Письмо учительницы из Инстербурга[3]родителям в Берлин 15.06.1941 года
Вечером они направлялись строем по темному городу на вокзал, увешанные всем, что необходимо солдату на войне. Городок Метц, считавшийся с давних пор солдатской вотчиной, летом 1940 года тихо вошел в состав рейха, став его военным гарнизоном. Пока война отдыхала, здесь вели ленивую жизнь, но однажды лейтенант Хаммерштайн зачитал приказ на марш и заявил, что предстоит долгое путешествие. Никто не знал, куда поведут их дороги странствий. Унтер-офицер Годевинд мог бы высказать соображение на этот счет; у него был нюх на те вещи, что их ожидали, но сейчас он устроил себе «тихий час».
На привокзальной площади их поджидала полевая кухня. Вальтер Пуш приобрел несколько бутылок «Бургундского» про запас, так как не знал, производится ли вино в той местности, куда их отправляли.
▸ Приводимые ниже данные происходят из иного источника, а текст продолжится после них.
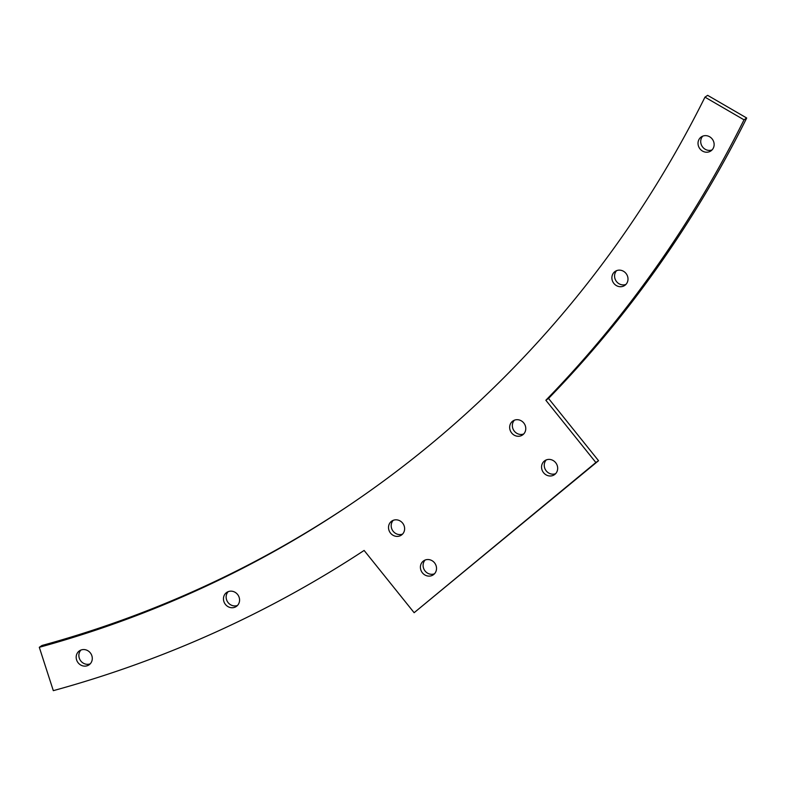<?xml version="1.0" encoding="UTF-8"?>
<svg xmlns="http://www.w3.org/2000/svg" width="786" height="786" viewBox="0 0 786 786"><rect width="100%" height="100%" fill="white"/><g stroke="black" fill="none" stroke-linecap="round" stroke-linejoin="round"><path stroke-width="1.18" d="M555.614 473.673A8.499 7.85 55.9 0 1 544.669 467.975A8.499 7.85 55.9 0 1 546.309 459.898M541.986 469.782A8.499 7.85 55.9 0 1 544.865 460.655A8.499 7.85 55.9 0 1 556.124 463.298A8.499 7.85 55.9 0 1 554.376 474.734A8.499 7.85 55.9 0 1 541.986 469.782M434.462 573.8A8.499 7.85 55.9 0 1 423.516 568.101A8.499 7.85 55.9 0 1 425.157 560.025M420.834 569.909A8.499 7.85 55.9 0 1 423.713 560.782A8.499 7.85 55.9 0 1 434.972 563.424A8.499 7.85 55.9 0 1 433.224 574.861A8.499 7.85 55.9 0 1 420.834 569.909M523.722 433.96A8.499 7.85 55.9 0 1 512.767 428.262A8.499 7.85 55.9 0 1 514.408 420.186M510.094 430.08A8.499 7.85 55.9 0 1 512.963 420.942A8.499 7.85 55.9 0 1 524.223 423.585A8.499 7.85 55.9 0 1 522.474 435.022A8.499 7.85 55.9 0 1 510.094 430.08M402.57 534.087A8.499 7.85 55.9 0 1 391.615 528.389A8.499 7.85 55.9 0 1 393.255 520.312M388.942 530.196A8.499 7.85 55.9 0 1 391.811 521.069A8.499 7.85 55.9 0 1 403.071 523.712A8.499 7.85 55.9 0 1 401.322 535.148A8.499 7.85 55.9 0 1 388.942 530.196M712.077 149.91A8.499 7.85 55.9 0 1 701.132 144.202A8.499 7.85 55.9 0 1 702.772 136.135M698.449 146.019A8.499 7.85 55.9 0 1 701.328 136.892A8.499 7.85 55.9 0 1 712.588 139.525A8.499 7.85 55.9 0 1 710.839 150.961A8.499 7.85 55.9 0 1 698.449 146.019M625.941 284.414A8.499 7.85 55.9 0 1 614.996 278.716A8.499 7.85 55.9 0 1 616.627 270.639M612.314 280.523A8.499 7.85 55.9 0 1 615.183 271.396A8.499 7.85 55.9 0 1 626.452 274.039A8.499 7.85 55.9 0 1 624.703 285.465A8.499 7.85 55.9 0 1 612.314 280.523M90.233 663.826A8.499 7.85 55.9 0 1 79.288 658.128A8.499 7.85 55.9 0 1 80.929 650.051M76.606 659.935A8.499 7.85 55.9 0 1 79.484 650.808A8.499 7.85 55.9 0 1 90.744 653.451A8.499 7.85 55.9 0 1 88.995 664.877A8.499 7.85 55.9 0 1 76.606 659.935M237.51 605.426A8.499 7.85 55.9 0 1 226.565 599.728A8.499 7.85 55.9 0 1 228.205 591.652M223.882 601.536A8.499 7.85 55.9 0 1 226.761 592.408A8.499 7.85 55.9 0 1 238.02 595.051A8.499 7.85 55.9 0 1 236.272 606.487A8.499 7.85 55.9 0 1 223.882 601.536M414.134 612.707L598.539 460.704L548.53 398.453A1264.34 1168.939 -124.1 0 0 746.7 118.008L707.655 95.342L704.973 97.15A1218.477 1126.534 55.9 0 1 350.035 504.71A1218.477 1126.534 55.9 0 1 39.3 647.3L53.31 690.658A1264.34 1168.939 -124.1 0 0 364.124 550.446L414.134 612.707L595.857 462.512L545.848 400.261A1264.34 1168.939 -124.1 0 0 744.018 119.826L704.973 97.15M351.381 503.806A1218.477 1126.534 -124.1 0 1 41.982 645.483L39.3 647.3M746.7 118.008L744.018 119.826M548.53 398.453L545.848 400.261M598.539 460.704L595.857 462.512"/></g></svg>
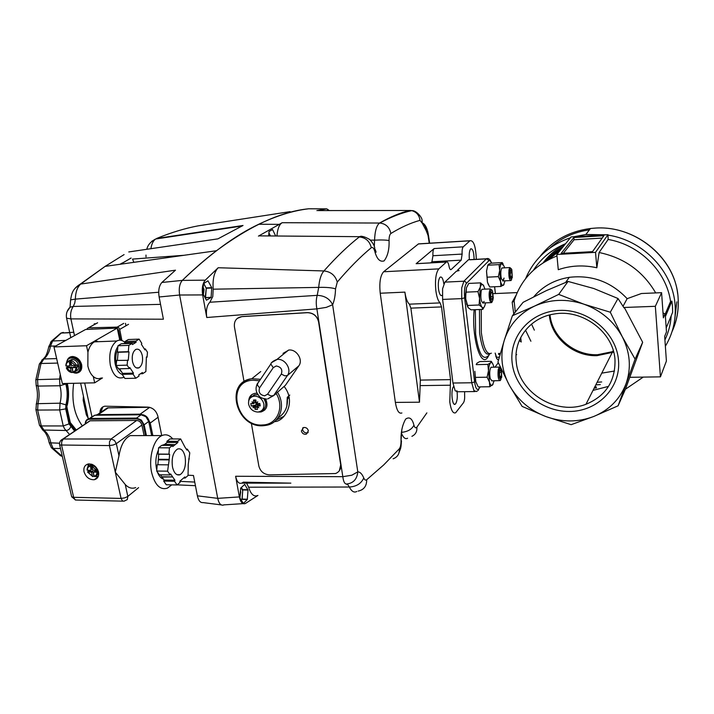 <?xml version="1.0" encoding="UTF-8"?>
<svg xmlns="http://www.w3.org/2000/svg" width="714" height="714" viewBox="0 0 714 714"><rect width="100%" height="100%" fill="white"/><g stroke="black" fill="none" stroke-linecap="round" stroke-linejoin="round"><path stroke-width="1.07" d="M543.131 262.814C548.977 255.005 556.367 248.749 565.309 244.045M550.53 256.469L562.632 247.339M548.914 258.004L563.069 246.794M550.003 314.856C552.02 336.954 574.181 355.643 597.493 354.733L613.505 351.458M549.325 315.026C550.994 337.436 573.369 356.598 596.993 355.67L613.683 352.127M614.495 371.039L601.759 373.145M614.995 359.82C615.468 381.205 605.793 396.02 585.962 404.276C556.367 415.914 518.578 392.575 516.267 361.864C513.446 339.48 530.002 317.703 553.778 314.08C582.008 308.519 613.513 331.876 614.995 359.82M618.52 360.454C616.539 332.849 588.327 309.046 559.526 310.403C530.681 311.358 508.993 336.16 512.134 362.632C514.865 389.121 541.114 411.701 569.183 411.46C597.288 411.621 620.939 388.059 618.52 360.454M502.245 362.837C503.138 370.655 505.512 378.125 509.359 385.248L497.961 361.971L504.396 339.98C502.112 347.397 501.398 355.01 502.245 362.837M525.513 330.145L530.886 341.23M665.359 346.236C672.731 333.956 675.988 320.515 675.149 305.922C673.463 271.856 643.564 240.377 607.998 235.102M665.234 314.062L670.562 301.504L671.892 301.138L672.499 306.672L672.65 312.214L666.207 328.003M664.921 339.953C668.545 332.349 670.633 324.29 671.196 315.767M470.053 259.78L486.314 258.887L463.921 281.209L461.717 287.867L461.735 298.613L464.635 297.854C464.02 290.794 464.618 285.957 466.438 283.36L465.59 281.798L463.921 281.209L444.902 282.128L442.591 288.742L442.609 299.416L461.735 298.613L471.758 382.766L473.9 390.549L476.292 391.549L477.505 390.861M478.353 390.317L478.817 388.8C476.961 390.549 475.551 388.264 474.587 381.945L471.758 382.766L452.944 383.025L455.175 390.763L457.674 391.754L474.819 391.567M596.333 386.899L594.735 387.006M600.331 384.587L595.806 384.882M601.679 381.954L597.136 382.258M516.106 295.168L512.17 302.227L513.777 313.99M565.604 243.679C551.851 249.445 541.123 258.298 533.42 270.24M607.962 234.692L608.141 239.467L599.091 252.515L596.85 267.768C583.508 264.823 570.656 265.474 558.277 269.705L556.831 254.479L571.093 236.923L607.962 234.692L595.53 252.345L556.831 254.479M670.562 301.504C666.421 271.356 639.619 244.786 608.141 239.467M606.052 234.808L585.846 234.487L573.842 236.753M570.397 237.78C548.879 245.277 533.947 258.896 525.611 278.656M626.053 383.721C631.453 368.085 630.185 352.413 622.251 336.687L635.094 359.124L618.092 405.811L593.843 416.432L571.12 424.669L545.862 416.557C562.177 422.429 578.17 422.385 593.843 416.432C609.345 409.97 620.082 399.072 626.053 383.721M602.197 238.083L574.065 239.761L563.31 253.274M558.696 294.4L583.793 304.146C566.55 298.532 550.173 299.166 534.643 306.047L558.696 294.4L568.067 281.441L593.816 288.518L618.021 298.514L624.072 307.912L624.313 307.466L642.662 342.283L625.384 389.291L618.092 405.811M512.384 315.731L534.643 306.047C519.471 313.392 509.385 324.709 504.396 339.98L512.384 315.731L523.103 302.317L546.424 290.589L568.067 281.441M509.359 385.248C517.57 399.84 529.734 410.282 545.862 416.557L522.104 406.391L509.359 385.248M622.251 336.687C613.71 321.193 600.893 310.349 583.793 304.146L610.3 312.223L622.251 336.687M603.883 235.718L592.504 251.649L561.142 253.39L573.86 237.521L603.883 235.718M573.86 237.521L574.065 239.761M610.3 312.223L618.021 298.514M671.892 301.138L665.403 316.534M665.198 313.544L663.36 317.855L661.592 292.669L655.345 306.306L660.432 376.849L666.403 361.052L664.672 336.401L666.474 331.912L665.198 313.544L663.342 313.607L662.931 311.706M635.094 359.124L642.662 342.283M660.432 376.849L629.882 377.304M655.345 306.306L624.313 307.466M595.53 252.345L596.85 267.768M655.702 292.918C643.037 271.249 624.161 257.781 599.091 252.515M661.592 292.669L641.458 293.508L627.142 298.675C611.22 281.86 591.942 274.738 569.317 277.327C554.707 279.692 542.881 286.162 533.822 296.721M623.054 306.252L627.142 298.675M520.72 337.49L521.193 342.024L519.346 340.417M593.022 390.379L607.784 386.56M625.393 389.255L643.243 377.108M556.974 255.951C535.134 264.742 520.845 279.718 514.116 300.889L515.321 312.063M500.103 354.305L498.658 354.474L498.542 353.385M512.17 302.227L513.928 301.362M499.755 354.447L499.63 353.359M457.674 270.909L457.576 270.079L459.12 270.552L456.344 271.249L444.902 282.128M457.576 270.079L468.295 259.878M452.944 383.025L442.609 299.416M596.422 387.952L594.173 388.104M210.978 297.586L206.444 300.201L202.776 293.472L203.454 283.681L207.961 280.816L211.755 287.653L211.094 297.327L205.177 297.854L206.257 288.349L203.74 283.315M203.178 287.207L204.07 289.572L203.365 294.561M203.133 287.804L203.847 291.83L203.178 294.213M203.133 294.132L203.597 292.008L203.106 288.135M242.689 490.83L241.225 487.6M240.377 490.714L240.743 491.955L239.913 497.292M240.315 491.562L239.966 496.516M240.02 495.757L240.252 492.499M241.671 499.595L242.18 498.167M259.503 380.785L252.801 380.205C225.383 381.338 236.191 427.632 262.895 424.955C277.157 424.678 284.77 407.283 276.229 393.566L273.632 395.592L287.412 375.537C292.071 369.477 285.073 358.357 277.228 359.401L271.32 362.783L270.811 364.006L273.248 367.674L276.211 365.979C281.039 366.907 282.744 369.602 281.316 374.074L284.779 375.823L287.412 375.537L298.818 365.854C303.423 359.892 296.578 349.003 288.858 350.038L283.047 353.385M264.814 410.006L260.083 411.567M248.713 400.938C248.999 396.725 251.114 394.19 255.059 393.334L257.138 393.271M265.662 399.055C268.393 405.65 266.813 409.961 260.922 411.978L258.165 412.014M249.463 399.108L251.756 394.681M298.818 365.854L285.404 385.31L276.871 392.798M289.777 395.083L287.278 397.305C288.224 406.587 285.145 413.415 278.049 417.779M289 396.779L287.555 399.224M286.823 406.23L287.278 397.305M254.844 396.127C259.557 396.565 262.565 399.206 263.868 404.044C264.242 408.676 262.297 411.335 258.013 412.023L257.602 412.04C252.917 411.585 249.918 408.952 248.624 404.16C248.177 400.197 249.659 397.609 253.077 396.377L254.844 396.127M254.675 399.974L255.871 399.992L256.058 403.08L257.772 401.768L256.799 403.731L259.807 403.446L260.235 405.891L257.219 406.168L258.807 407.756L256.71 406.828L257.495 409.39L255.166 409.399L256.183 404.543L253.631 406.195L251.239 405.954L250.81 403.517L253.211 403.758L255.478 402.357L253.72 403.098L253.532 400.01L254.675 399.974M258.361 403.606L258.513 404.526L251.239 405.954M260.235 405.891L258.513 404.526L256.71 406.828M257.219 406.168L258.227 404.776M255.166 409.399L254.371 406.837L255.898 404.793L253.077 407.792L253.631 406.195M256.183 404.543L255.764 402.116L253.532 400.01M256.058 403.08L257.397 402.509M255.478 402.357L255.969 402.116M256.853 403.249L256.71 402.803M256.469 404.186L256.853 403.374L256.469 404.186M257.343 403.696L258.111 404.178L257.352 403.696M254.371 406.837L253.077 407.792M253.211 403.758L252.042 401.812L253.72 403.098M195.44 485.707L177.188 484.842M160.543 304.36L73.274 306.44L74.765 303.013L75.372 299.121C75.532 292.106 77.317 287.082 80.744 284.056L105.128 266.376L124.084 254.595M75.006 288.402L80.254 284.136L175.492 270.178L161.882 282.467C159.07 285.68 158.151 290.518 159.124 296.979L179.625 295.016L217.716 498.354L179.625 295.016C178.67 288.51 179.562 283.628 182.311 280.388L161.882 282.467M70.597 300.674L70.606 299.862L75.372 299.121L158.704 292.24M67.134 311.527L70.052 307.198L73.274 306.44C70.891 310.001 70.106 314.151 70.909 318.89L66.589 318.203L66.42 317.23M150.904 248.686C151.636 243.938 153.207 240.716 155.634 239.003L151.752 241.314M128.797 251.935L217.904 238.86L243.028 225.481L156.589 238.485C171.119 232.532 184.988 228.319 198.197 225.847L290.08 211.63M209.854 302.236L317.203 295.355C316.061 299.407 315.954 303.914 316.882 308.876L342.818 476.684L351.788 475.229L357.794 471.865L332.626 304.753C329.743 298.773 324.602 295.641 317.203 295.355L318.712 287.394C319.337 279.701 321.077 274.221 323.924 270.954L218.181 267.741L205.257 280.174L182.311 280.388C209.818 254.041 235.29 235.325 258.736 224.258C276.505 215.762 293.133 210.603 308.627 208.791C281.477 211.46 250.766 225.437 216.476 250.721C205.453 259.093 194.065 268.982 182.311 280.388C179.562 283.619 178.67 288.501 179.625 295.016L202.651 294.918L206.757 317.507C205.81 310.447 206.837 305.351 209.854 302.236L212.781 296.569L213.174 289.188L318.712 287.394C326.182 287.18 331.787 287.662 335.526 288.858L337.276 282.066C349.119 268.134 360.454 256.683 371.298 247.722C369.727 241.189 365.72 237.601 359.276 236.959C348.021 245.777 336.24 257.102 323.924 270.954C330.814 271.668 335.268 275.372 337.276 282.066M224.062 504.789L223.196 505.146C220.626 505.494 218.796 503.227 217.716 498.354L197.385 495.828L193.467 475.479L188.068 475.229M74.497 335.607L70.909 318.89L163.399 319.212L159.124 296.979M99.933 412.906C100.022 409.068 101.674 406.828 104.887 406.195L148.217 407.141C153.073 407.828 156.295 410.853 157.865 416.217L161.712 435.576M94.391 324.54L94.239 323.799L95.774 323.772M125.459 323.344L125.95 325.789M102.959 406.81L100.656 412.415M196.778 232.443L196.118 232.916M329.279 210.576L326.78 208.863L309.037 208.791M197.385 495.828C198.483 500.657 200.348 502.915 202.981 502.585L221.269 504.905M147.673 417.931L150.226 423.045L152.841 435.585M149.565 407.301L107.377 407.89L97.336 414.656L140.14 414.165L143.996 415.066M95.685 415.137L97.336 414.656M123.727 323.371L117.185 327.119L118.783 327.762L119.711 329.395L128.529 324.299M86.938 329.413L87.242 328.511L97.631 322.79M91.588 329.118L92.766 329.065M121.889 340.524L119.711 329.395M117.185 327.119L88.536 327.806M162.756 444.992L163.809 445.072M185.105 456.71C186.238 465.519 184.551 471.526 180.062 474.721C176.572 475.756 174.046 473.221 172.511 467.117C171.369 458.308 173.02 452.292 177.456 449.07C181.035 447.981 183.578 450.525 185.105 456.71M163.006 478.46L162.06 478.496M160.454 474.801L164.122 480.067L174.939 480.227L174.528 481.254L177.072 484.949L180.071 482.369L179.839 481.227L182.24 479.165L184.872 476.916L185.105 478.05L188.041 475.533L188.264 464.296L189.772 452.854L187.327 449.124L186.934 450.115L184.953 447.098L180.651 438.949L169.923 438.949L166.889 441.314L167.13 442.475L163.408 445.384M164.675 444.394L175.207 444.626L164.407 444.599M158.329 459.281L169.2 459.361L169.611 454.291L158.74 454.229L157.892 464.743M169.2 459.361L169.164 459.905L158.285 459.825M161.819 476.765L172.663 476.916L162.042 477.086M169.611 454.291L168.95 454.14L169.45 447.839L172.52 445.402L172.761 446.571L175.207 444.626M175.465 444.411L177.893 442.484L167.13 442.475M172.663 476.916L170.601 473.909L170.182 474.935L167.594 471.169L169.164 459.905M174.939 480.227L172.886 477.238M177.893 442.484L177.652 441.323L180.651 438.949M164.122 480.067L163.711 481.084L166.273 484.761L177.072 484.949M168.102 464.841L157.214 464.734L156.705 471.044L159.32 474.792L170.182 474.935M172.52 445.402L161.694 445.375L158.588 447.803L158.08 454.077L158.74 454.229M174.528 481.254L163.711 481.084M185.105 478.05L183.569 478.032M189.299 458.977L188.674 458.977M187.327 449.124L186.283 449.124M177.652 441.323L166.889 441.314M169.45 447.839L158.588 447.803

— Возможно, там будет Крымское шампанское, — заметил Годевинд.
Пуш успел еще позвонить в Мюнстер из телефонной будки на вокзале. Он застал Ильзу в магазине и пообещал с ней встретиться, если поезд сделает остановку в Мюнстере.
Ночью поезд шел в сторону рейха. Они коротали время за анекдотами, а в соседнем вагоне пели. Годевинд уселся поудобнее в проходе, прислонившись спиной к двери, и закрыл глаза, чтобы полчаса провести в тишине. Такие паузы ему были нужны для размышлений. Когда в лесу под Аррасом они получили известие о взятии Парижа — с тех пор минул уже год — то Годевинд уселся под цветущей акацией, в молчании уставился на небо и отказался пить шампанское, предложенное в честь празднования победы.
— Хорошо бы теперь вернуться домой, — это было единственное, что изрек унтер-офицер Годевинд по поводу взятия Парижа.
Но вместо дома они прибыли в гарнизон Метц, на что Годевинд глубокомысленно заметил: «Значит, мы еще потребуемся. Ему наверняка взбредет в голову еще что-нибудь, требующее кровопролития».
Он не сказал, кого при этом имел в виду под словом «он», но каждый мог сам поразмыслить на этот счет.
В июньские дни небо на севере остается светлым. Они не задерживались на перегонах или на вокзалах. Военные эшелоны всегда имеют преимущество проезда. Мюнстер остался лежать с левой стороны, в Хамме поезд сделал короткую остановку, так как паровозу потребовалась вода. Вальтер Пуш вспомнил, как пять лет назад он с Ильзой побывал в Хамме на танцах. Но в эту июньскую ночь у них не было никаких других развлечений, кроме обеда и заправки паровоза водой.